Thank you Sanderton, So I take it fragmentation to any serious degree does not take place?


----------



## worm (Feb 10, 2005)

I'm not sure fragmentation is really an issue on any Linux OS is it?


----------



## UncUgly (Apr 25, 2002)

worm said:



> I'm not sure fragmentation is really an issue on any Linux OS is it?


surely fragmentation cant really *NOT* be an issue with any os - if it writes files to non contiguous space then the read of that file will 'stutter' as the drive heads have to shuffle around for the data ?

uu


----------



## blindlemon (May 12, 2002)

As Sanderton says, blocksize is the key. The TiVo recordings are written in files with such a large blocksize that every one could be on a different (and distant) track of a 500gb drive without causing stuttering. 

If you are experiencing stuttering then your drive is probably faulty or on its way out


----------



## worm (Feb 10, 2005)

UncUgly said:


> surely fragmentation cant really *NOT* be an issue with any os - if it writes files to non contiguous space then the read of that file will 'stutter' as the drive heads have to shuffle around for the data ?
> 
> uu


My knowledge is less than 100% - but my understanding is that there is a difference between how a typical Windows OS and a typical Linux OS deals with fragmented files, in fact with all files, fragmented or otherwise.

I don't know if a Linux filesystem will necessarily be less fragemented than a Windows filesystem, although I do understand that Linux tends to avoid fragmentation slightly better. However that way that Linux accesses files results in a much reduced *impact* of fragmented files compared to Windows, by effectively 're-ordering' file requests before they go to the disk. (this may be a hugely misleading analogy - I'm not sure of the specific details)


----------



## iankb (Oct 9, 2000)

The video streams are stored in a proprietary filesystem called MFS, and do not use a traditional Linux filesystem. As Stuart said, the blocksizes in MFS are so large that fragmentation is not an issue. I notice that I only have four units of allocation for a one-hour recording, although I can't be sure whether each unit represents a single contiguous-space on disk, or is re-mapped to a set of physical blocks.


----------



## Ian_m (Jan 9, 2001)

There is an article I read recently on MSDN written by an ex-employee of Diskkeeper (?) about why filesystem fragmentation is not such and issue nowadays. Basically:-

- large capacity drives
- large RAM caches on drive
- modern filesystems (NTFS etc)

all render defragging less relevant than it used to be.

Large capacity drives mean that contiguous free space is easier to find (NTFS in XP SP2 does do this), larger drive RAM caches mean that non-contiguous files no longer give a performance hit and modern file systems can aleviate file fragmentation.


----------



## cwaring (Feb 12, 2002)

An ex-emplyee of a company that markets a dis-defragmenter says that the software his old employer makes is now no-longer needed.
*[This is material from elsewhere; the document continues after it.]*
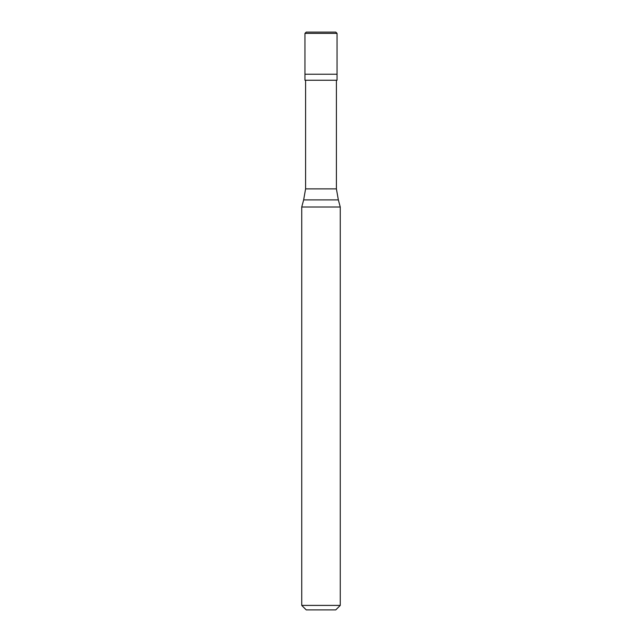 <?xml version="1.0" encoding="UTF-8"?>
<svg xmlns="http://www.w3.org/2000/svg" width="642" height="642" viewBox="0 0 642 642"><rect width="100%" height="100%" fill="white"/><g stroke="black" fill="none" stroke-linecap="round" stroke-linejoin="round"><path stroke-width="0.96" d="M335.766 32.1L306.234 32.1L304.95 33.384L337.05 33.384L335.766 32.1M337.05 33.384L337.05 74.231L304.95 74.231L337.05 74.231L337.05 80.25L304.95 80.25L304.95 33.384M336.408 80.25L336.408 188.876L305.592 188.876L303.65 199.895L338.35 199.895L340.26 207.021L301.74 207.021L301.74 605.406L340.26 605.406L340.26 207.021M340.26 605.406L335.766 609.9L306.234 609.9L301.74 605.406M336.408 188.876L338.35 199.895M305.592 80.25L305.592 188.876M303.65 199.895L301.74 207.021"/></g></svg>
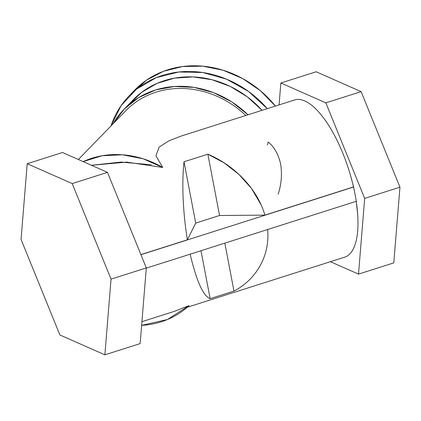 <?xml version="1.0" encoding="UTF-8"?>
<svg xmlns="http://www.w3.org/2000/svg" width="421" height="421" viewBox="0 0 421 421"><rect width="100%" height="100%" fill="white"/><g stroke="black" fill="none" stroke-linecap="round" stroke-linejoin="round"><path stroke-width="0.63" d="M21.05 239.407L27.212 163.716L72.207 183.582L111.033 279.139L104.871 354.829L59.882 334.963L21.05 239.407L59.882 334.963L104.871 354.829L140.146 343.604L104.871 354.829L111.033 279.139L146.308 267.914L140.146 343.604L146.308 267.914L111.033 279.139L72.207 183.582L107.481 172.357L146.308 267.914L107.481 172.357L72.207 183.582L27.212 163.716L21.05 239.407M62.487 152.491L27.212 163.716L62.487 152.491L107.481 172.357L62.487 152.491M189.055 305.62L167.421 319.528L141.63 325.37A90.647 80.279 -135.8 0 0 189.055 305.62L174.173 311.429L141.93 321.691M78.369 159.506L125.768 110.734A90.647 80.279 44.2 0 1 245.832 115.486M181.135 136.078L168.842 140.846L159.096 147.134L155.928 155.765L162.701 167.458A90.647 80.279 -135.8 0 0 83.137 161.611L102.087 155.754L122.453 154.786L143.061 158.764L162.701 167.458L126.7 162.117L91.462 165.285L120.995 162.064L151.292 164.795M190.129 254.068C196.596 281.281 203.269 296.142 210.137 298.652L233.976 291.069C254.858 280.239 270.198 257.342 267.635 229.403C270.198 257.342 254.858 280.239 233.976 291.069L210.137 298.652L200.996 250.727L210.137 298.652C203.269 296.142 196.596 281.281 190.129 254.068M357.618 213.673L356.224 201.322A82.495 30.417 72.3 0 1 344.699 257.157L187.219 307.277M181.072 136.094L294.663 99.945A82.495 30.417 72.3 0 1 353.482 186.945L264.914 215.131L219.557 215.494L195.723 223.077L187.408 239.796L140.898 254.6L187.408 239.796C182.588 210.863 181.856 180.867 184.024 161.775C181.856 180.867 182.588 210.863 187.408 239.796L195.723 223.077L184.024 161.775L195.723 223.077L219.557 215.494L207.863 154.191L184.024 161.775L207.863 154.191L219.557 215.494L264.914 215.131L353.635 187.008L140.94 254.7L353.635 187.008L356.355 201.28L146.292 268.135L356.355 201.28L353.635 187.008L349.967 173.552M261.12 204.88L251.469 188.408L238.739 174.21L223.93 162.753L207.863 154.191C232.808 164.653 256.826 187.234 264.914 215.131M224.83 243.138L233.976 291.069L224.83 243.138M364.675 198.417L399.95 187.192L393.788 262.883L358.513 274.108L364.675 198.417L325.843 102.861L361.118 91.636L399.95 187.192L364.675 198.417L358.513 274.108L393.788 262.883L399.95 187.192L361.118 91.636L325.843 102.861L280.854 82.995L316.129 71.77L361.118 91.636L316.129 71.77L280.854 82.995L279.07 104.908L280.854 82.995L325.843 102.861L364.675 198.417M113.154 123.716L124.258 109.028L138.683 97.577L155.707 89.931L174.478 86.484L194.065 87.394L213.489 92.625L231.776 101.908L248.016 114.791A92.925 82.295 -135.8 0 0 124.137 109.15A92.925 82.295 -135.8 0 0 113.154 123.716M278.139 194.186C281.391 184.34 282.233 174.32 280.67 164.137C278.418 154.312 274.255 146.929 268.182 141.993L267.382 144.982M128.958 104.624L141.682 92.315L157.112 83.342L174.52 78.127L193.107 76.906L212.016 79.732L230.361 86.479L247.306 96.835L262.057 110.323A92.925 82.295 44.2 0 0 133.346 99.677L124.137 109.15M129.268 95.714A98.614 87.336 -135.8 0 0 111.012 125.921L121.174 105.539L136.583 89.089L156.223 77.653L178.772 72.002L202.738 72.512L226.519 79.148L248.532 91.468L267.314 108.65A98.614 87.336 -135.8 0 0 129.268 95.714L134.788 90.031A98.614 87.336 44.2 0 1 275.429 106.066L260.331 90.673L242.612 78.538L223.119 70.239L202.785 66.171L182.582 66.523L163.474 71.291L146.371 80.243L132.099 92.941M330.422 261.704L358.513 274.108L330.422 261.704"/></g></svg>

Hmmm... no agenda there then


----------



## Anndra (Oct 12, 2004)

worm said:


> My knowledge is less than 100% - but my understanding is that there is a difference between how a typical Windows OS and a typical Linux OS deals with fragmented files, in fact with all files, fragmented or otherwise...


I'm not sure about Linux either, but Mac OS X (based on a Unixy OS) de-fragments larger files in the background.


----------



## Ian_m (Jan 9, 2001)

cwaring said:


> An ex-emplyee of a company that markets a dis-defragmenter says that the software his old employer makes is now no-longer needed. Hmmm... no agenda there then


I think he said he left because they were producing a product that was getting less and less return as hardware and OS's move on, so could end up being a redundant product. Anyway the XP built-in version of defrag is from diskkeeper anyway.


----------



## blindlemon (May 12, 2002)

As the TiVo software has a fair degree of control over what recordings it deletes and when, and as it was written by some pretty smart people, I wouldn't be surprised if one of the criteria for deciding which expired show to delete is whether it's deletion will allow the MFS to coalesce free space and/or allocate the new new recording as a contiguous set of blocks. 

You don't need to defrag if you didn't frag in the first place...


----------



## sanderton (Jan 4, 2002)

Fragmentation is only an issue if it causes the disk to be seeking all over the place dozens or hundreds of times a second (slow) rather than just reading sector after sector in a row (fast). The MFS partions on the hard disk where the video is stored have a huge block size - the smallest amount that can be written to the disk. Each block is good for several seconds of video. So even if a file is "fragmented" ie all the blocks are in different places) that's only one seek every few seconds which is no problem.

The blocks are not the same as the "Parts" which Ian is talking about, which are the raw "files" of MFS and are typically 512Mb.


----------



## Noddy Holder (Oct 4, 2002)

sanderton said:


> Fragmentation is only an issue if it causes the disk to be seeking all over the place dozens or hundreds of times a second (slow) rather than just reading sector after sector in a row (fast). The MFS partions on the hard disk where the video is stored have a huge block size - the smallest amount that can be written to the disk. Each block is good for several seconds of video. So even if a file is "fragmented" ie all the blocks are in different places) that's only one seek every few seconds which is no problem.
> 
> The blocks are not the same as the "Parts" which Ian is talking about, which are the raw "files" of MFS and are typically 512Mb.


Thank you once again Sanderton, for clearing this up!


----------